Popular mistakes and fails when designing a cloud strategy for a business
Most businesses struggle to come up with a realistic cloud strategy roadmap. However, designing a thorough enterprise cloud strategy is essential for long-term success of your cloud operations. As a Managed Services Provider, we have helped design multiple examples of cloud computing strategy cloud services, and today we will explain what is hot and what is not to have in your cloud strategy template.
First of all, businesses often perceive the cloud computing platforms like AWS, GCP or Azure as a promised land, where wonderful things like load balancing and scaling happen without any need of human control. Unfortunately, this is not so. Which of the following characteristics of cloud strategy and services is false then?
- Cloud is cheap. Pay-as-you-go billing model that bills for milliseconds is definitely much more cost-effective, as compared to monthly subscriptions to dedicated server packages — but the monthly cheque can become quite large quite fast, if you don’t keep track of what cloud features you actually use. A business must clearly understand what cloud features and services will be required of its IT infrastructure and plan for a lean, mean efficient
- Cloud is not secure. While iCloud leaks of naked celebrities pictures periodically happen, the main reason for those is the stupidity of the celebs themselves, who use their birthday dates, mom’s maiden name or the name of their favorite dog as their passwords. On the other hand, the US DOD and CIA signed contracts with AWS for more than 600 million dollars. google cloud strategy has lead to most of the world storing their data in Google Docs and spreadsheets. And the fact that 80% of Fortune 500 companies host their systems on Azure — these things speak for themselves.
- Cloud is easy to manage. Cloud services are developed in bundles, meaning the cloud service providers assume you will use their services exclusively, so they provide end-to-end solutions that cover all needs of your business. However, many of these bundles have features you will rarely — or never — actually need, so replacing them with free-to-use open-source analogs is highly recommended to avoid vendor lock-in.

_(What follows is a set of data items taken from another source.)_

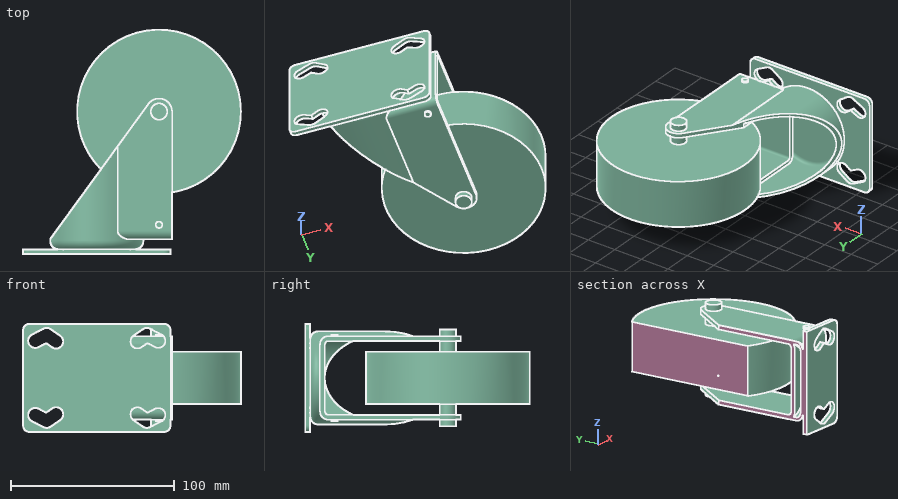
import cadquery as cq
import math


plate_length = 90.0
plate_width = 66.0
plate_thickness = 3.0
plate_corner_radius = 4.0

slot_diameter = 8.5
slot_outer_end = (37.5, 22.6)
slot_bend = (30.5, 26.2)
slot_inner_end = (24.8, 22.2)

wheel_radius = 50.0
wheel_width = 32.0
axle_x = 38.0
axle_y = 137 - wheel_radius
axle_diameter = 10.0
axle_length = 59.0

cup_radius = 28.5
cup_wall = 2.0
cup_bottom_fillet = 5.1

fork_width = 51.0
fork_wall = 3.0
fork_bottom_y = 9.0
fork_bend_radius = 5.1
fork_start_x = 8.5
arm_tip_radius = 8.0
fork_end_x = axle_x + arm_tip_radius
fork_top_y = axle_y + arm_tip_radius

slope_start_y = 9.2

rivet_y = 18.0
rivet_diameter = 4.0
rivet_projection = 1.0


def slot_leg(start, end):
    """Straight round-ended slot through the plate, from start to end in X, Z."""
    dx = end[0] - start[0]
    dz = end[1] - start[1]
    span = math.hypot(dx, dz)
    return (
        cq.Workplane("XZ")
        .center((start[0] + end[0]) / 2, (start[1] + end[1]) / 2)
        .slot2D(span + slot_diameter, slot_diameter, math.degrees(math.atan2(dz, dx)))
        .extrude(-plate_thickness)
    )


def mounting_plate():
    plate = (
        cq.Workplane("XZ")
        .rect(plate_length, plate_width)
        .extrude(-plate_thickness)
        .edges("|Y")
        .fillet(plate_corner_radius)
    )
    slot = slot_leg(slot_outer_end, slot_bend).union(slot_leg(slot_bend, slot_inner_end))
    slot_pair = slot.union(slot.mirror("YZ"))
    return plate.cut(slot_pair).cut(slot_pair.mirror("XY"))


def round_bottomed_cylinder(radius, bottom_y, fillet_radius):
    return (
        cq.Workplane("XZ", origin=(0, bottom_y, 0))
        .circle(radius)
        .extrude(bottom_y - fork_top_y)
        .faces("<Y")
        .edges()
        .fillet(fillet_radius)
    )


def channel_block(width, bottom_y, bend_radius):
    return (
        cq.Workplane("XY")
        .box(fork_end_x - fork_start_x, fork_top_y - bottom_y, width, centered=(False, False, True))
        .translate((fork_start_x, bottom_y, 0))
        .edges("|X and <Y")
        .fillet(bend_radius)
    )


def side_outline():
    """Block with the side outline of the fork: sloped edge, round arm tip, straight back."""
    run = axle_x + cup_radius
    rise = axle_y - slope_start_y
    slope = math.atan2(rise, run) + math.asin(arm_tip_radius / math.hypot(run, rise))
    mid_angle = (slope + math.pi / 2) / 2

    def tip_point(angle):
        return (axle_x + arm_tip_radius * math.cos(angle), axle_y + arm_tip_radius * math.sin(angle))

    return (
        cq.Workplane("XY")
        .moveTo(-cup_radius, plate_thickness)
        .lineTo(-cup_radius, slope_start_y)
        .lineTo(*tip_point(slope + math.pi / 2))
        .threePointArc(tip_point(mid_angle), tip_point(0))
        .lineTo(fork_end_x, plate_thickness)
        .close()
        .extrude(cup_radius, both=True)
    )


def fork():
    cup = round_bottomed_cylinder(cup_radius, plate_thickness, cup_bottom_fillet)
    cup_cavity = round_bottomed_cylinder(
        cup_radius - cup_wall, plate_thickness + cup_wall, cup_bottom_fillet - cup_wall
    )
    channel = channel_block(fork_width, fork_bottom_y, fork_bend_radius)
    channel_cavity = channel_block(
        fork_width - 2 * fork_wall, fork_bottom_y + fork_wall, fork_bend_radius - fork_wall
    )
    return cup.cut(cup_cavity).union(channel).cut(channel_cavity).intersect(side_outline())


def cross_cylinder(y, diameter, length):
    """Cylinder along Z, centred on the part and in line with the axle in X."""
    return cq.Workplane("XY").center(axle_x, y).circle(diameter / 2).extrude(length / 2, both=True)


def rivets():
    outer = cross_cylinder(rivet_y, rivet_diameter, fork_width + 2 * rivet_projection)
    gap = cross_cylinder(rivet_y, rivet_diameter, fork_width - 2 * fork_wall)
    return outer.cut(gap)


wheel = cross_cylinder(axle_y, 2 * wheel_radius, wheel_width)
axle = cross_cylinder(axle_y, axle_diameter, axle_length)

result = mounting_plate().union(fork()).union(rivets()).union(axle).union(wheel)
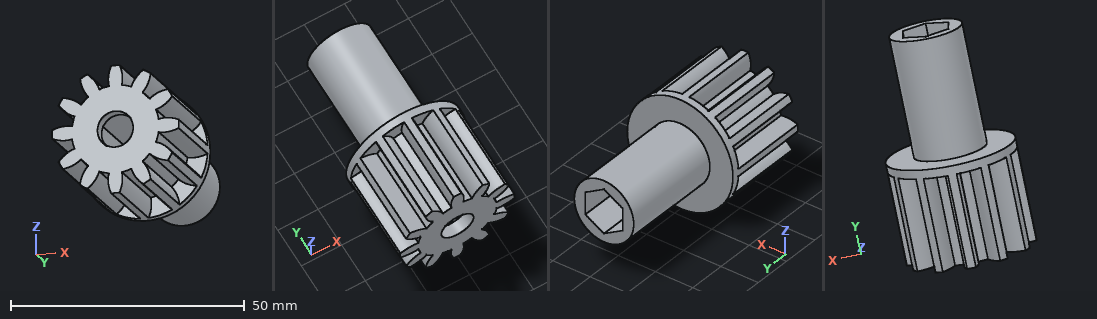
import cadquery as cq
import math

total_length = 50.0
gear_length = 23.0
flange_thickness = 2.0
tooth_length = gear_length - flange_thickness

outer_radius = 14.2
root_radius = 9.8
shaft_radius = 8.0

bore_radius = 4.0
bore_length = 3.0
hexagon_sides = 6
hexagon_across_flats = 10.0
hexagon_across_corners = hexagon_across_flats / math.cos(math.pi / hexagon_sides)

tooth_count = 12
pitch_angle = 360 / tooth_count
tip_half_width = 0.95
belly_half_width = 1.6
belly_radius = 11.5
root_half_width = 1.45
cutter_margin = 0.5


def section(start):
    """Workplane across the axis at Y = start; it faces -Y, so negative extrusions run toward +Y."""
    return cq.Workplane("XZ", origin=(0, start, 0))


def cylinder(radius, start, end):
    """Solid cylinder around the Y axis from Y = start to Y = end."""
    return section(start).circle(radius).extrude(start - end)


def flank_point(radius, half_width, side):
    """Point on the left (side = -1) or right (side = 1) flank of the gap centered on +Z."""
    polar_angle = math.radians(pitch_angle / 2) - math.asin(half_width / radius)
    return (side * radius * math.sin(polar_angle), radius * math.cos(polar_angle))


def make_gap_cutter():
    """Space between two teeth, centered on +Z, bounded by the bulging tooth flanks."""
    cutter_radius = outer_radius + cutter_margin
    return (
        section(0)
        .moveTo(*flank_point(cutter_radius, tip_half_width, -1))
        .lineTo(*flank_point(outer_radius, tip_half_width, -1))
        .threePointArc(
            flank_point(belly_radius, belly_half_width, -1),
            flank_point(root_radius, root_half_width, -1),
        )
        .threePointArc((0, root_radius), flank_point(root_radius, root_half_width, 1))
        .threePointArc(
            flank_point(belly_radius, belly_half_width, 1),
            flank_point(outer_radius, tip_half_width, 1),
        )
        .lineTo(*flank_point(cutter_radius, tip_half_width, 1))
        .threePointArc((0, cutter_radius), flank_point(cutter_radius, tip_half_width, -1))
        .close()
        .extrude(-tooth_length)
    )


def make_hexagon_socket():
    """Hexagonal prism with corners on +Z and -Z, from the bore to the shaft end."""
    return (
        section(bore_length)
        .transformed(rotate=(0, 0, 90))
        .polygon(hexagon_sides, hexagon_across_corners)
        .extrude(bore_length - total_length)
    )


gear_blank = cylinder(outer_radius, 0, gear_length)
shaft = cylinder(shaft_radius, gear_length, total_length)
body = gear_blank.union(shaft)

gap_cutter = make_gap_cutter()
for index in range(tooth_count):
    gap_angle = (index + 0.5) * pitch_angle
    body = body.cut(gap_cutter.rotate((0, 0, 0), (0, 1, 0), gap_angle))

body = body.cut(cylinder(bore_radius, 0, bore_length))
result = body.cut(make_hexagon_socket())
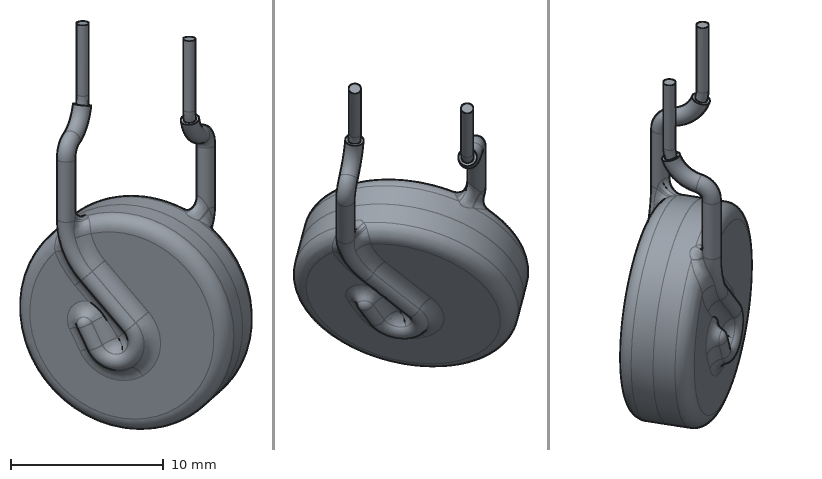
import cadquery as cq
import math

disc_radius = 7.502
disc_thickness = 5.0
rim_fillet = 1.0

overall_depth = 7.0
overall_height = 27.23
lead_radius = 0.613
bare_radius = 0.4
lead_x = -3.75
lead_y = -(overall_depth / 2 - lead_radius)
tip_z = overall_height - disc_radius
blend_radius = 0.98
seam_tolerance = 0.0003

bend_start_z = 7.05
bend_radius = 5.3
hook_x = -0.27
hook_z = -0.87
hook_radius = 1.52
hook_end_angle = -153.0
tail_length = 1.63

crimp_start_z = 11.27
crimp_angle = math.radians(79)
crimp_lower_radius = 1.1
crimp_upper_radius = -lead_y / (1 - math.cos(crimp_angle)) - crimp_lower_radius
strip_angle = math.radians(17)


def on_circle(center, radius, angle):
    """Point of a circle in a plane, angle in radians."""
    return (center[0] + radius * math.cos(angle), center[1] + radius * math.sin(angle))


def make_half_disc():
    """Front half of the disc, flat on the middle plane and rounded at the outer rim."""
    half = cq.Workplane("XZ").circle(disc_radius).extrude(disc_thickness / 2)
    return half.faces("<Y").edges().fillet(rim_fillet)


bend_center = (lead_x + bend_radius, bend_start_z)
hook_center = (hook_x, hook_z)
center_dx = hook_x - bend_center[0]
center_dz = hook_z - bend_start_z
center_distance = math.hypot(center_dx, center_dz)
run_angle = (math.atan2(center_dz, center_dx)
             - math.acos((bend_radius + hook_radius) / center_distance)) % (2 * math.pi)
hook_start_angle = run_angle - math.pi
hook_stop_angle = math.radians(hook_end_angle)
tail_start = on_circle(hook_center, hook_radius, hook_stop_angle)
tail_end = on_circle(tail_start, tail_length, hook_stop_angle - math.pi / 2)


hook_split_angle = (hook_start_angle + hook_stop_angle) / 2
hook_split = on_circle(hook_center, hook_radius, hook_split_angle)


def hook_arc_middle(first_angle, last_angle):
    return on_circle(hook_center, hook_radius, (first_angle + last_angle) / 2)


def make_upper_lead():
    """Lead from the foot of the crimp, round the bend and half way round the hook."""
    path = (
        cq.Workplane("XZ", origin=(0, lead_y, 0))
        .moveTo(lead_x, crimp_start_z)
        .lineTo(lead_x, bend_start_z)
        .threePointArc(on_circle(bend_center, bend_radius, (math.pi + run_angle) / 2),
                       on_circle(bend_center, bend_radius, run_angle))
        .lineTo(*on_circle(hook_center, hook_radius, hook_start_angle))
        .threePointArc(hook_arc_middle(hook_start_angle, hook_split_angle), hook_split)
    )
    return (
        cq.Workplane("XY", origin=(lead_x, lead_y, crimp_start_z))
        .circle(lead_radius)
        .sweep(path)
    )


def make_tail():
    """Rest of the hook and the straight tail with its rounded end."""
    path = (
        cq.Workplane("XZ", origin=(0, lead_y, 0))
        .moveTo(*hook_split)
        .threePointArc(hook_arc_middle(hook_split_angle, hook_stop_angle), tail_start)
        .lineTo(*tail_end)
    )
    split_direction = (math.sin(hook_split_angle), 0, -math.cos(hook_split_angle))
    split_plane = cq.Plane((hook_split[0], lead_y, hook_split[1]), (0, 1, 0), split_direction)
    tail = cq.Workplane(split_plane).circle(lead_radius).sweep(path)
    tail_ball = cq.Workplane("XY", origin=(tail_end[0], lead_y, tail_end[1])).sphere(lead_radius)
    return tail.union(tail_ball)


lower_center = (lead_y + crimp_lower_radius, crimp_start_z)
crimp_middle = on_circle(lower_center, crimp_lower_radius, math.pi - crimp_angle)
upper_center = (-crimp_upper_radius,
                crimp_start_z + (crimp_lower_radius + crimp_upper_radius) * math.sin(crimp_angle))
strip_point = on_circle(upper_center, crimp_upper_radius, -strip_angle)


def make_free_lead():
    """Insulated crimp followed by the bare tip."""
    insulated_path = (
        cq.Workplane("YZ", origin=(lead_x, 0, 0))
        .moveTo(lead_y, crimp_start_z)
        .threePointArc(on_circle(lower_center, crimp_lower_radius, math.pi - crimp_angle / 2), crimp_middle)
        .threePointArc(on_circle(upper_center, crimp_upper_radius, -(crimp_angle + strip_angle) / 2),
                       strip_point)
    )
    insulated = (
        cq.Workplane("XY", origin=(lead_x, lead_y, crimp_start_z))
        .circle(lead_radius)
        .sweep(insulated_path)
    )
    bare_path = (
        cq.Workplane("YZ", origin=(lead_x, 0, 0))
        .moveTo(0, tip_z)
        .lineTo(*on_circle(upper_center, crimp_upper_radius, 0))
        .threePointArc(on_circle(upper_center, crimp_upper_radius, -strip_angle / 2), strip_point)
    )
    bare = cq.Workplane("XY", origin=(lead_x, 0, tip_z)).circle(bare_radius).sweep(bare_path)
    return insulated.union(bare)


def blend_into_disc(disc, lead):
    """Join lead and disc and fillet the seam along the lead's round side, not its flat ends."""
    joined = disc.union(lead).solids().val()
    disc_skin = disc.val().Shells()[0]
    lead_side = cq.Compound.makeCompound(lead.faces("not %PLANE").vals())

    def is_seam(edge):
        middle = cq.Vertex.makeVertex(*edge.positionAt(0.5).toTuple())
        return max(disc_skin.distance(middle), lead_side.distance(middle)) < seam_tolerance

    seam = [edge for edge in joined.Edges() if is_seam(edge)]
    return cq.Workplane(joined.fillet(blend_radius, seam))


def half_turn(body):
    return body.rotate((0, 0, 0), (0, 0, 1), 180)


half_disc = make_half_disc()
upper_side = blend_into_disc(half_disc, make_upper_lead())
tail_side = blend_into_disc(half_disc, make_tail())
blended_side = upper_side.union(tail_side)
free_lead = make_free_lead()
result = (
    blended_side
    .union(half_turn(blended_side))
    .union(free_lead)
    .union(half_turn(free_lead))
)
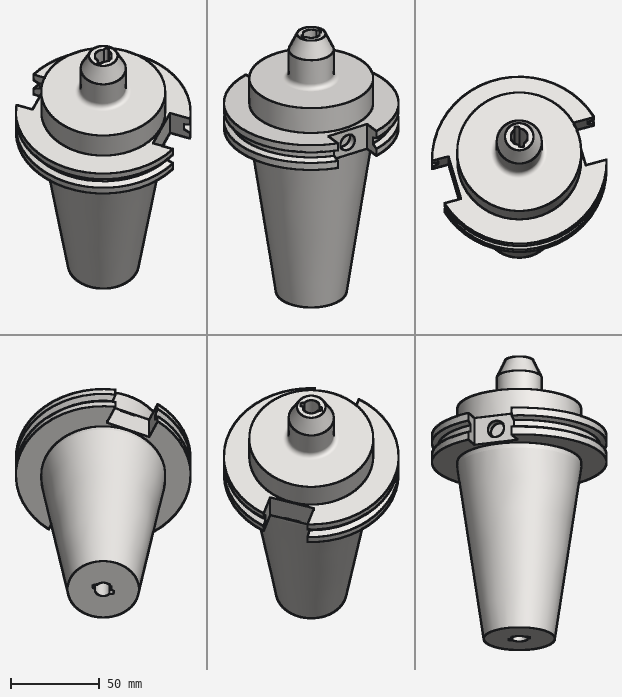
import cadquery as cq
import math


gauge_diameter = 69.85
taper_ratio = 7 / 24
shank_length = 101.6
shank_end_diameter = gauge_diameter - taper_ratio * shank_length

flange_diameter = 98.425
flange_bottom = 3.175
flange_top = 19.05
flange_middle = (flange_bottom + flange_top) / 2

groove_floor_diameter = 91.25
groove_floor_width = 3.7
groove_mouth_width = 6.8
groove_floor_bottom = flange_middle - groove_floor_width / 2
groove_floor_top = flange_middle + groove_floor_width / 2
groove_mouth_bottom = flange_middle - groove_mouth_width / 2
groove_mouth_top = flange_middle + groove_mouth_width / 2

collar_top = 35.0
nose_diameter = 25.4
nose_fillet = 3.0
nose_tip_diameter = 16.0
nose_tip_length = 10.0
nose_top = 63.5

drive_slot_width = 25.908
left_slot_floor = 37.7
right_slot_floor = 35.3

side_hole_diameter = 9.6
side_hole_depth = 5.0

bore_diameter = 9.525
bore_groove_width = 2.8
bore_groove_span = 12.7


def make_body():
    """Revolve the shank, flange, collar and nose around Z."""
    gauge_radius = gauge_diameter / 2
    flange_radius = flange_diameter / 2
    groove_radius = groove_floor_diameter / 2
    nose_radius = nose_diameter / 2
    fillet_diagonal = nose_fillet * (1 - math.sqrt(0.5))
    profile = (
        cq.Workplane("XZ")
        .moveTo(0, -shank_length)
        .lineTo(shank_end_diameter / 2, -shank_length)
        .lineTo(gauge_radius, 0)
        .lineTo(gauge_radius, flange_bottom)
        .lineTo(flange_radius, flange_bottom)
        .lineTo(flange_radius, groove_mouth_bottom)
        .lineTo(groove_radius, groove_floor_bottom)
        .lineTo(groove_radius, groove_floor_top)
        .lineTo(flange_radius, groove_mouth_top)
        .lineTo(flange_radius, flange_top)
        .lineTo(gauge_radius, flange_top)
        .lineTo(gauge_radius, collar_top)
        .lineTo(nose_radius + nose_fillet, collar_top)
        .threePointArc(
            (nose_radius + fillet_diagonal, collar_top + fillet_diagonal),
            (nose_radius, collar_top + nose_fillet),
        )
        .lineTo(nose_radius, nose_top - nose_tip_length)
        .lineTo(nose_tip_diameter / 2, nose_top)
        .lineTo(0, nose_top)
        .close()
    )
    return profile.revolve(360, (0, 0), (0, 1))


def drive_slot(floor_distance, side):
    """Slot cutter reaching outward from floor_distance; side is +1 or -1 along X."""
    reach = flange_diameter / 2
    height = flange_top - flange_bottom
    return (
        cq.Workplane("XY")
        .box(reach, drive_slot_width, height)
        .translate((side * (floor_distance + reach / 2), 0, flange_middle))
    )


def side_hole():
    """Blind radial hole at mid-height of the flange, drilled from the -X slot floor."""
    return (
        cq.Workplane("YZ", origin=(-left_slot_floor, 0, flange_middle))
        .circle(side_hole_diameter / 2)
        .extrude(side_hole_depth)
    )


def grooved_bore():
    """Round bore joined with a round-ended slot along Y, through the full length."""
    length = nose_top + shank_length
    base = cq.Workplane("XY", origin=(0, 0, -shank_length))
    bore = base.circle(bore_diameter / 2).extrude(length)
    grooves = base.slot2D(bore_groove_span, bore_groove_width, 90).extrude(length)
    return bore.union(grooves)


result = (
    make_body()
    .cut(drive_slot(left_slot_floor, -1))
    .cut(drive_slot(right_slot_floor, 1))
    .cut(side_hole())
    .cut(grooved_bore())
)

How to do design a water-tight cloud first strategy then?
Cloud strategy template
When planning for a cloud first strategy, this is the correct roadmap to follow:
- Plan your cloud infrastructure to be modular. Your systems should be able to utilize components from multiple cloud platforms and swap them with relative ease. When your storage can be deployed to Azure Storage or Amazon S3 bucket or Google Storage — you have to plan for contingency and be ready to swap the provider should the need arise. Thus said, the core systems should be cloud-agnostic (Terraform, Kubernetes, Docker, Jenkins, Ansible, ELK stack, etc.) and the use of cloud services should be kept at a minimally required level.
- Cost-efficiency is the key. There are lots of ways to ensure scalability (CloudFlare CDN, auto-scaling groups for instances, etc.) but the core characteristic of your cloud system should be the cost-efficiency, so that your IT infrastructure uses only the essential proprietary cloud services and makes do with free-to use open-source components.
- Ensure workflow continuity. Demand your cloud computing partner to provide detailed documentation on the way the infrastructure is organized and should be managed. This way, you are not tied to a particular contractor and can swap your Managed Services Provider should you find a better company.
Final thoughts on designing an efficient cloud strategy for business
Naturally, creating a viable cloud strategy roadmap without previous experience with that kind of things is quite complicated. This is why in order to get a good cloud first strategy it is wise to contact a trustworthy IT outsourcing company with decent expertise in such services. And our cloud strategy template will help you understand if they really design a productive cloud computing strategy for your business.